Project Proposal: Exploration of Energy Efficiency in x86, ARM, and GPU Architectures

Introduction

The energy consumption of computer systems is a significant concern, and different architectures, such as x86, ARM, and GPU, have been proposed to improve energy efficiency. This project aims to investigate the energy efficiency of x86, ARM, and GPU architectures and identify the most promising solutions with a specific focus on the thermal effects of power consumption and cooling requirements for high-performance devices.

Motivation & Background

Energy efficiency is an important consideration for computer systems as it can lead to reduced energy consumption and costs. This is particularly important for large-scale systems, such as data centers, where energy consumption can be a major expense. Additionally, reducing energy consumption can also help to reduce environmental impact. The thermal effects of power consumption and cooling requirements are also important factors to consider, as high-performance devices such as GPUs can generate a significant amount of heat and require specialized cooling systems.

The Verge has reports of power cables burning or melting on the new high-end Nvidia RTX 4090 graphics card, highlighting the potential dangers of high power consumption and inadequate cooling. The issue has been linked to the new 12VHPWR adapter cable that Nvidia ships with the RTX 4090, which is designed for new ATX 3.0 power supplies. The connector and terminals are smaller than previous generations, and there are concerns that bending the cables too close to the connector could result in damage. This issue is not only with Nvidia but with other vendors as well. [1]

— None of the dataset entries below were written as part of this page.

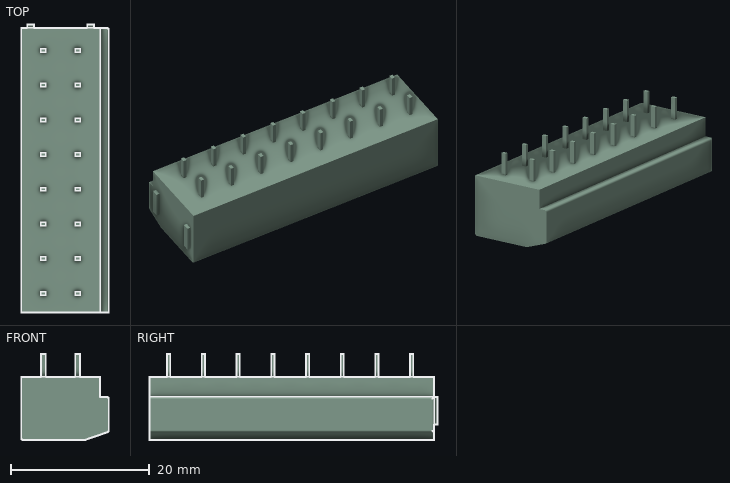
import cadquery as cq

TOTAL_WIDTH = 12.6
TOTAL_LENGTH = 41.5
TOTAL_HEIGHT = 12.4

LUG_DEPTH = 0.5
BODY_LENGTH = TOTAL_LENGTH - LUG_DEPTH
PIN_HEIGHT = 3.28
BODY_HEIGHT = TOTAL_HEIGHT - PIN_HEIGHT
TOP_WIDTH = 11.37
LEDGE_HEIGHT = 6.22
SLOPE_RISE = 1.2
SLOPE_START = 9.15
EDGE_RADIUS = 0.3

PIN_SIZE_X = 0.7
PIN_SIZE_Y = 0.5
ROWS = 2
ROW_PITCH = 4.95
PINS_PER_ROW = 8
ROW_LENGTH = 35.0
PIN_PITCH = ROW_LENGTH / (PINS_PER_ROW - 1)
FIRST_PIN_X = 3.2
FIRST_PIN_Y = 2.8

LUG_WIDTH = 1.0
LUG_BOTTOM = 2.25
LUG_STARTS = (0.87, 9.5)

OVERLAP = 0.4


def make_housing():
    """Extrude the stepped cross-section along Y and round its small edges."""
    outline = [
        (0, 0),
        (SLOPE_START, 0),
        (TOTAL_WIDTH, SLOPE_RISE),
        (TOTAL_WIDTH, LEDGE_HEIGHT),
        (TOP_WIDTH, LEDGE_HEIGHT),
        (TOP_WIDTH, BODY_HEIGHT),
        (0, BODY_HEIGHT),
    ]
    housing = cq.Workplane("XZ").polyline(outline).close().extrude(-BODY_LENGTH)
    housing = housing.edges("|Y").edges("<X").edges("<Z").fillet(EDGE_RADIUS)
    ledge_face = housing.faces(">X")
    return housing.newObject(ledge_face.edges("|Y or >Y").vals()).fillet(EDGE_RADIUS)


def make_pin(row, place):
    """One rectangular leg standing on the top face."""
    x = FIRST_PIN_X + row * ROW_PITCH
    y = FIRST_PIN_Y + place * PIN_PITCH
    return (
        cq.Workplane("XY", origin=(x, y, BODY_HEIGHT - OVERLAP))
        .rect(PIN_SIZE_X, PIN_SIZE_Y)
        .extrude(PIN_HEIGHT + OVERLAP)
    )


def make_lug(start_x):
    """One upright key on the +Y end face, level with the ledge at its top."""
    size = (LUG_WIDTH, LUG_DEPTH + OVERLAP, LEDGE_HEIGHT - LUG_BOTTOM)
    corner = (start_x, BODY_LENGTH - OVERLAP, LUG_BOTTOM)
    return cq.Workplane("XY").box(*size, centered=False).translate(corner)


result = make_housing()
for lug_start in LUG_STARTS:
    result = result.union(make_lug(lug_start))
for row in range(ROWS):
    for place in range(PINS_PER_ROW):
        result = result.union(make_pin(row, place))
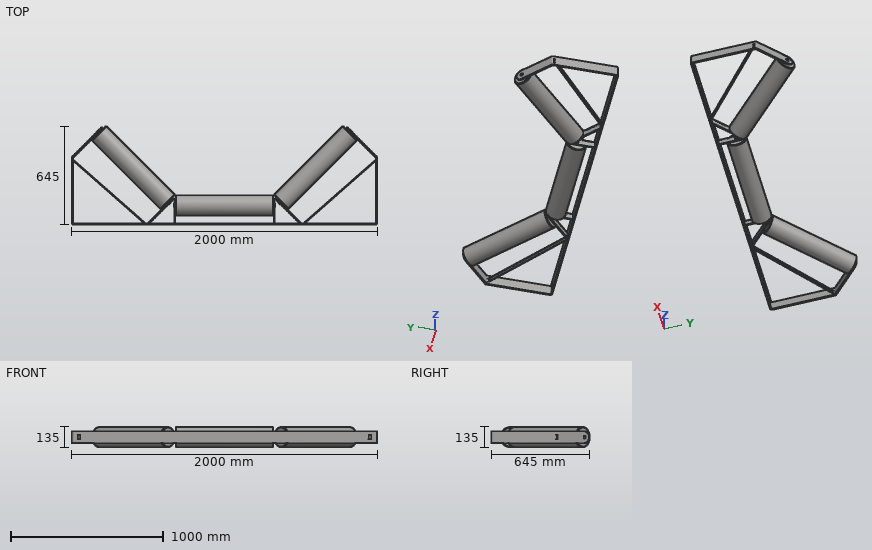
import cadquery as cq
import math


FRAME_LENGTH = 2000.0
OVERALL_RISE = 645.0
STRIP_WIDTH = 80.0
STRIP_THICKNESS = 10.0
BEND_RADIUS = 15.0
SIDE_HEIGHT = 445.0
WING_ANGLE = 45.0

ROLLER_DIAMETER = 135.0
ROLLER_LENGTH = 640.0
ROLLER_CHAMFER = 5.0
CENTRE_CLEARANCE = 2.0
WING_CLEARANCE = 5.0
CENTRE_ROLLER_Y = 128.0
AXLE_DIAMETER = 20.0

BRACKET_WIDTH = 50.0
BRACKET_THICKNESS = 8.0
BRACKET_TOP_Y = 172.0

MOUNT_SLOT_WIDTH = 18.0
MOUNT_SLOT_HEIGHT = 30.0
MOUNT_SLOT_INSET = 48.0

BRACE_THICKNESS = 5.0
BRACE_WIDTH = 30.0
BRACE_TOP_Y = 432.0
BRACE_FOOT_X = 520.0

HALF_LENGTH = FRAME_LENGTH / 2
ROLLER_RADIUS = ROLLER_DIAMETER / 2
WING = math.radians(WING_ANGLE)
WING_COS = math.cos(WING)
WING_SIN = math.sin(WING)

CENTRE_CARRIER_OFFSET = ROLLER_LENGTH / 2 + CENTRE_CLEARANCE
WING_CARRIER_OFFSET = ROLLER_LENGTH / 2 + WING_CLEARANCE
CENTRE_AXLE_LENGTH = 2 * (CENTRE_CARRIER_OFFSET + STRIP_THICKNESS)
WING_AXLE_LENGTH = 2 * (WING_CARRIER_OFFSET + STRIP_THICKNESS)
ARM_END_RADIUS = STRIP_WIDTH / 2
INNER_BEND_DROP = STRIP_THICKNESS * math.tan(WING / 2)

RIM_ALONG = ROLLER_LENGTH / 2 - ROLLER_CHAMFER
WING_Y = OVERALL_RISE - RIM_ALONG * WING_SIN - ROLLER_RADIUS * WING_COS
WING_X = (WING_Y - SIDE_HEIGHT) / math.tan(WING) - HALF_LENGTH + WING_AXLE_LENGTH / 2 / WING_SIN


def wing_point(along, across):
    """Point in the -X wing: along its axis toward the outer end, across it upward."""
    x = WING_X - along * WING_COS + across * WING_SIN
    y = WING_Y + along * WING_SIN + across * WING_COS
    return (x, y)


def mirrored_x(points):
    """The same points on the +X half, in reverse order."""
    return [(-x, y) for x, y in reversed(points)]


def strip(outline, width):
    """Solid of the given XY outline, as wide as given and centred on Z = 0."""
    return cq.Workplane("XY", origin=(0, 0, -width / 2)).polyline(outline).close().extrude(width)


def placed_on_wing(body):
    """A centre body built along X about the origin, moved to the -X wing."""
    return body.rotate((0, 0, 0), (0, 0, 1), -WING_ANGLE).translate((WING_X, WING_Y, 0))


def placed_at_centre(body):
    return body.translate((0, CENTRE_ROLLER_Y, 0))


def mirrored(body):
    return body.mirror("YZ")


def cylinder_along_x(diameter, length):
    """Cylinder with its axis on X, centred on the origin."""
    return cq.Workplane("YZ", origin=(-length / 2, 0, 0)).circle(diameter / 2).extrude(length)


def make_axle(length):
    return cylinder_along_x(AXLE_DIAMETER, length)


def make_roller(axle_length):
    """Roller drum with its axle ends, along X about the origin."""
    drum = cylinder_along_x(ROLLER_DIAMETER, ROLLER_LENGTH)
    drum = drum.edges("<X or >X").chamfer(ROLLER_CHAMFER)
    return drum.union(make_axle(axle_length))


def make_brace():
    """Thin strip from the top of the -X side to the base, its ends cut to fit."""
    run = HALF_LENGTH - BRACE_FOOT_X
    rise = BRACE_TOP_Y - STRIP_THICKNESS
    half_x = BRACE_THICKNESS / 2 * math.hypot(run, rise) / rise
    half_y = BRACE_THICKNESS / 2 * math.hypot(run, rise) / run
    outline = [
        (-HALF_LENGTH, BRACE_TOP_Y - half_y),
        (-BRACE_FOOT_X - half_x, STRIP_THICKNESS),
        (-BRACE_FOOT_X + half_x, STRIP_THICKNESS),
        (-HALF_LENGTH, BRACE_TOP_Y + half_y),
    ]
    return strip(outline, BRACE_WIDTH)


def bent_strip():
    """Base, sides and wing arms as one strip with rounded bends."""
    t = STRIP_THICKNESS
    base_outer = (-HALF_LENGTH, 0)
    base_inner = (-HALF_LENGTH + t, t)
    side_outer = (-HALF_LENGTH, SIDE_HEIGHT)
    side_inner = (-HALF_LENGTH + t, SIDE_HEIGHT - INNER_BEND_DROP)
    arm_outer = wing_point(WING_CARRIER_OFFSET + t, ARM_END_RADIUS)
    arm_inner = wing_point(WING_CARRIER_OFFSET, ARM_END_RADIUS)

    outer_half = [arm_outer, side_outer, base_outer]
    inner_half = [base_inner, side_inner, arm_inner]
    outline = outer_half + mirrored_x(outer_half) + mirrored_x(inner_half) + inner_half
    body = strip(outline, STRIP_WIDTH)

    bends = [
        (base_outer, BEND_RADIUS),
        (side_outer, BEND_RADIUS),
        (base_inner, BEND_RADIUS - t),
        (side_inner, BEND_RADIUS - t),
    ]
    for (x, y), radius in bends:
        for corner_x in (x, -x):
            corner = cq.selectors.NearestToPointSelector((corner_x, y, 0))
            body = body.edges("|Z").edges(corner).fillet(radius)
    return body


def arm_end_waste():
    """Corner material outside the rounded end of the -X wing arm."""
    arm_face = cq.Workplane("YZ", origin=(-WING_CARRIER_OFFSET - STRIP_THICKNESS, 0, 0))
    blank = arm_face.center(ARM_END_RADIUS, 0).rect(STRIP_WIDTH, 2 * STRIP_WIDTH).extrude(STRIP_THICKNESS)
    disc = arm_face.circle(ARM_END_RADIUS).extrude(STRIP_THICKNESS)
    return placed_on_wing(blank.cut(disc))


def mount_slots():
    """Upright slots through the base near both ends."""
    slot_x = HALF_LENGTH - MOUNT_SLOT_INSET
    return (
        cq.Workplane("XZ")
        .pushPoints([(-slot_x, 0), (slot_x, 0)])
        .slot2D(MOUNT_SLOT_HEIGHT, MOUNT_SLOT_WIDTH, 90)
        .extrude(-STRIP_THICKNESS)
    )


def make_frame():
    """Bent strip with rounded arm ends, axle holes, brace slots and mounting slots."""
    body = bent_strip().cut(mount_slots())
    wing_axle = placed_on_wing(make_axle(WING_AXLE_LENGTH))
    for tool in (arm_end_waste(), wing_axle, make_brace()):
        body = body.cut(tool).cut(mirrored(tool))
    return body


def make_bracket():
    """Bent strip on the -X half, carrying the inner wing end and the centre roller."""
    t = BRACKET_THICKNESS
    foot_y = STRIP_THICKNESS
    top_y = BRACKET_TOP_Y
    wing_near = WING_CARRIER_OFFSET
    wing_far = wing_near + t
    centre_near = CENTRE_CARRIER_OFFSET
    centre_far = centre_near + t

    def on_wing_face(distance, y):
        """Point at height y on the plane the given distance inboard of the wing centre."""
        x0, y0 = wing_point(-distance, 0)
        return (x0 + (y - y0) * math.tan(WING), y)

    outline = [
        on_wing_face(wing_near, foot_y),
        on_wing_face(wing_near, top_y),
        (-centre_near, top_y),
        (-centre_near, foot_y),
        (-centre_far, foot_y),
        (-centre_far, top_y - t),
        on_wing_face(wing_far, top_y - t),
        on_wing_face(wing_far, foot_y),
    ]
    wing_axle = placed_on_wing(make_axle(WING_AXLE_LENGTH))
    centre_axle = placed_at_centre(make_axle(CENTRE_AXLE_LENGTH))
    return strip(outline, BRACKET_WIDTH).cut(wing_axle).cut(centre_axle)


def both_sides(body):
    """The -X body and its +X copy."""
    return [body, mirrored(body)]


frame = make_frame()
centre_roller = placed_at_centre(make_roller(CENTRE_AXLE_LENGTH))
wing_rollers = both_sides(placed_on_wing(make_roller(WING_AXLE_LENGTH)))
brackets = both_sides(make_bracket())
braces = both_sides(make_brace())

bodies = [frame, centre_roller, *wing_rollers, *brackets, *braces]
result = cq.Compound.makeCompound([body.solids().val() for body in bodies])

It's important to consider the potential issues that can arise from high power consumption and inadequate cooling, and to investigate potential solutions to improve energy efficiency and prevent these types of incidents from occurring.

What Is Being Covered

This project will cover the following areas:

1. A survey of current research on energy efficiency in x86, ARM, and GPU architectures, with a focus on the thermal effects of power consumption and cooling requirements.
2. A comparison of the energy consumption and thermal performance of x86, ARM, and GPU architectures when running different types of workloads.
3. Identification of the strengths and weaknesses of each architecture in terms of energy efficiency.
4. An investigation of potential solutions to improve the energy efficiency of existing architectures.

Objectives

1. Conduct a survey of current research on energy efficiency in x86, ARM, and GPU architectures with a focus on the thermal effects of power consumption and cooling requirements.
2. Compare the energy consumption and thermal performance of x86, ARM, and GPU architectures when running different types of workloads.
3. Identify the strengths and weaknesses of each architecture in terms of energy efficiency.
4. Investigate potential solutions to improve the energy efficiency of existing architectures.

Methods

1. Conduct a literature review of current research on energy efficiency in x86, ARM, and GPU architectures, with a focus on the thermal effects of power consumption and cooling requirements.
2. Use benchmarking tools to compare the energy consumption and thermal performance of x86, ARM, and GPU architectures when running different types of workloads.
3. Identify the strengths and weaknesses of each architecture in terms of energy efficiency by profiling their performance on different workloads.
4. Investigate potential solutions by implementing and testing them on different workloads.

Expected Outcomes

1. A comprehensive survey of current research on energy efficiency in x86, ARM, and GPU architectures with a focus on the thermal effects of power consumption and cooling requirements.
2. A detailed comparison of the energy consumption and thermal performance of x86, ARM, and GPU architectures when running different types of workloads.
3. Identification of the strengths and weaknesses of each architecture in terms of energy efficiency.

Distribution of Work

Name	Responsibility
Anthony Kung	Research & Comparison Testing
Wilhelm Gusztav	Research & Project Management
Nat Bourassa	Research & Results Analysis

Timeline

Week 5: Research Deadline

Week 7: Architecture Comparisons

Mid-Report Deadline

Week 8: Result Consolidation

Week 9: Final Revised Paper Finish

References

[1] T. Warren, "Nvidia investigating reports of RTX 4090 power cables burning or melting," The Verge, 25-Oct-2022.